Objectives The responses of environmental factors and soil N₂O emissions to short-term straw return were analyzed for more accurate evaluation of the benefits of short-term straw return in terms of N₂O emissions under fertilization.

Methods A field trial was conducted in Guanzhong area, Shaanxi Province, from 2020 to 2021. The cropping system was winter wheat and summer maize rotation. A two-factor split-zone design was adopted, with the main factor of straw return (W1) and no return (W0), and the sub-factor of fertilization, composing 6 treatments, as: no fertilizer (W1, W0), nitrogen fertilizer (W1N, W0N) and nitrogen and phosphorus fertilizer (W1NP, W0NP). Soil water content, temperature, NO₃⁻-N, NH₄⁺-N, and available P content, N₂O emission fluxes were measured, crop yields were investigated, and the relationships between soil N₂O emissions and environmental factors were explored.

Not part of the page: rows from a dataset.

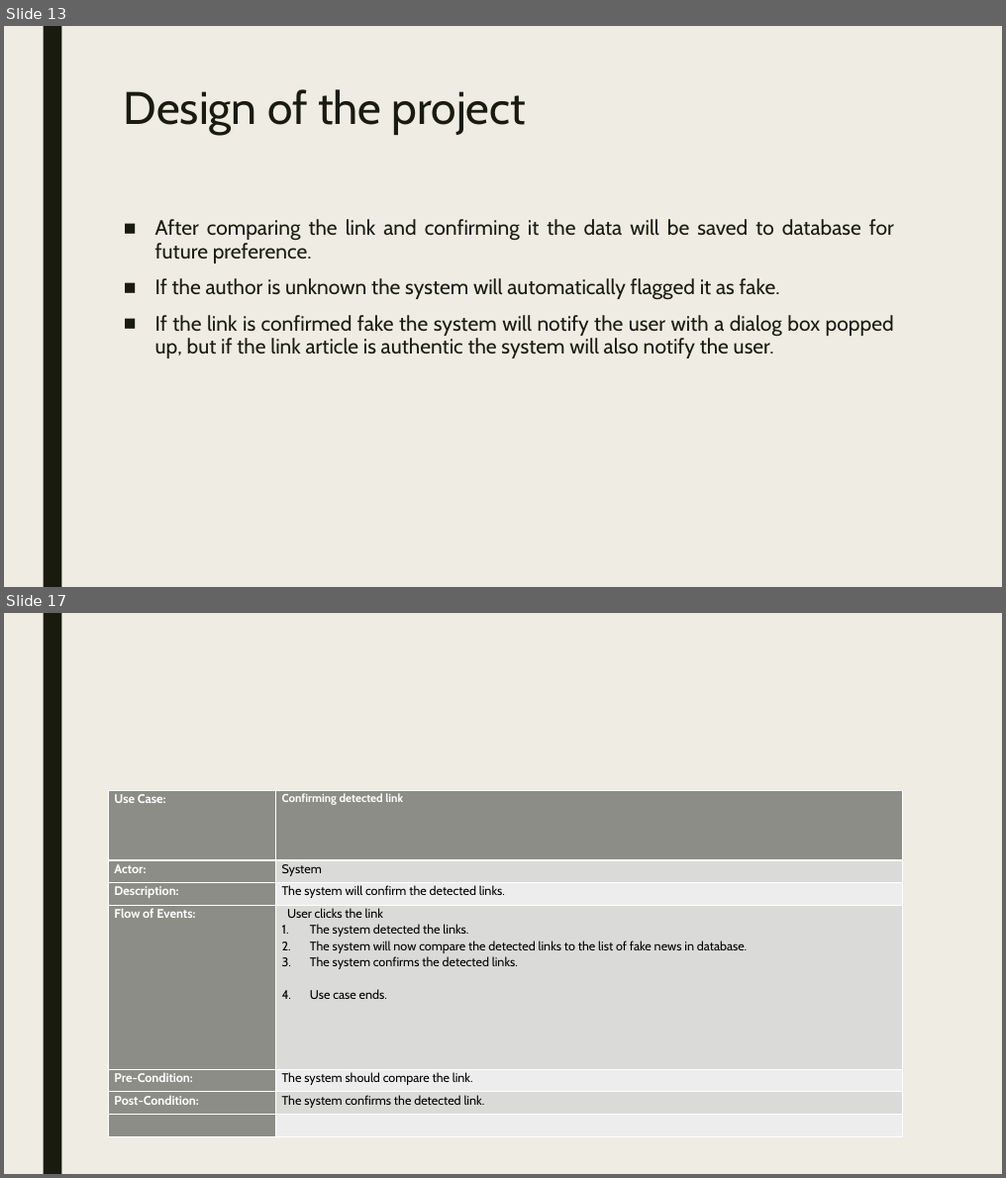
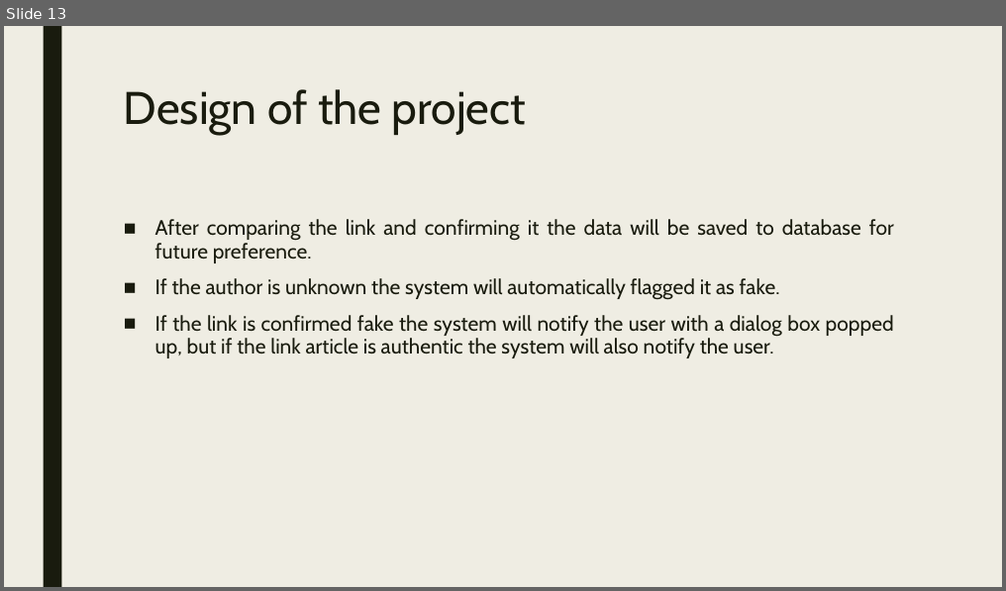
Before and after one commit to seans888/RoaD2R, a slide deck: Identifying fake news in facebook.pptx. Shown one above the other, each under a label of ours: slides 13 and 17 before the commit, slide 13 after it; the slides between them are not shown. The pictures are 1006x1178 and 1006x591 pixels, drawn with LibreOffice and Linux fonts; fonts in the diff are those of the drawing. Boxes give left, top, right and bottom in pixels: in the first picture for what was removed or moved away, otherwise in the second. Text is boxed around its words. In the diff, an @@ line names an element or a change of style, - is before the commit and + after.

```diff
--- a/Identifying fake news in facebook.pptx
+++ b/Identifying fake news in facebook.pptx
@@ slide 17 removed at box(4, 613, 1002, 1174), background #EFEDE3; not listed: 1 template element that a slide beside it also shows @@
@@ table removed at box(109, 790, 902, 1137), 7 rows, 2 columns @@
-Use Case: | Confirming detected link
-Actor: | System
-Description: | The system will confirm the detected links.
-Flow of Events: | User clicks the link / The system detected the links. / The system will now compare the detected links to the list of fake news in database. / The system confirms the detected links. / Use case ends.
-Pre-Condition: | The system should compare the link.
-Post-Condition: | The system confirms the detected link.
- | 
```
Also in this commit, not shown: 10 slides changed, 9 slides added.

Results The soil water content in W1 treatment was 1.1%–16.3% higher than in W0, and the peak soil NO₃^--N content in W1N treatment was 17.6%–30.5% higher than in W0N. The soil NO₃⁻-N and NH₄⁺-N contents of two N and two NP treatments first increased rapidly and then decreased slowly as the growth period progressed, and the peak soil NO₃⁻-N of N treatments was 17.0%−20.8% higher than that of NP treatment. The soil available P content in NP treatments increased rapidly and then decreased slowly as the growth period progressed, and significantly higher than those in no fertilizer and N treatments on average. The soil N₂O emission fluxes arrived peaks at 6 days and 12 days after fertilization in winter wheat and summer maize seasons, respectively. Compared with W0N and W0NP, W1N and W1NP increased the peak soil N₂O emissions by 5.0% and 38.5%, and the annually cumulative N₂O emissions by 291.13 g/hm² and 379.99 g/hm², respectively (P<0.05). The cumulative annual soil N₂O emission in treatment W1N was 298.14 g/hm² higher than in W1NP (P<0.05). W1NP decreased 2.43% and 298.14 g/hm² of the peak and cumulative annual N₂O emission, compare to W1N, while W0NP decreased 54.67% and 386.99 g/hm² of peak and cumulative annual N₂O emission, compared to W0N . Correlation analysis revealed that N₂O emission fluxes were positively correlated with soil temperature and water content in maze season, and NO₃⁻-N, NH₄⁺-N, and available P contents in both maize and wheat seasons (P<0.01). Under the same straw return condition, the N₂O emission intensity showed descent order of N fertilization, NP application, and no fertilization. Under the same fertilization, the N₂O emission intensity with straw return was higher than without straw return

Conclusions Whether straw was returned to the field or not, the combined N and P application was more effective in reducing cumulative N₂O emissions than N fertilizer alone, as the increased soil available P content and lower soil NO₃⁻-N peak content. Although straw returning to the field also increased the soil available phosphorus content in the short term, its higher soil moisture content and NO₃⁻-N content led to higher N₂O emission flux and cumulative N2O emissions from farmland. This short term adverse ecological impact should be considered in the evaluation of straw return.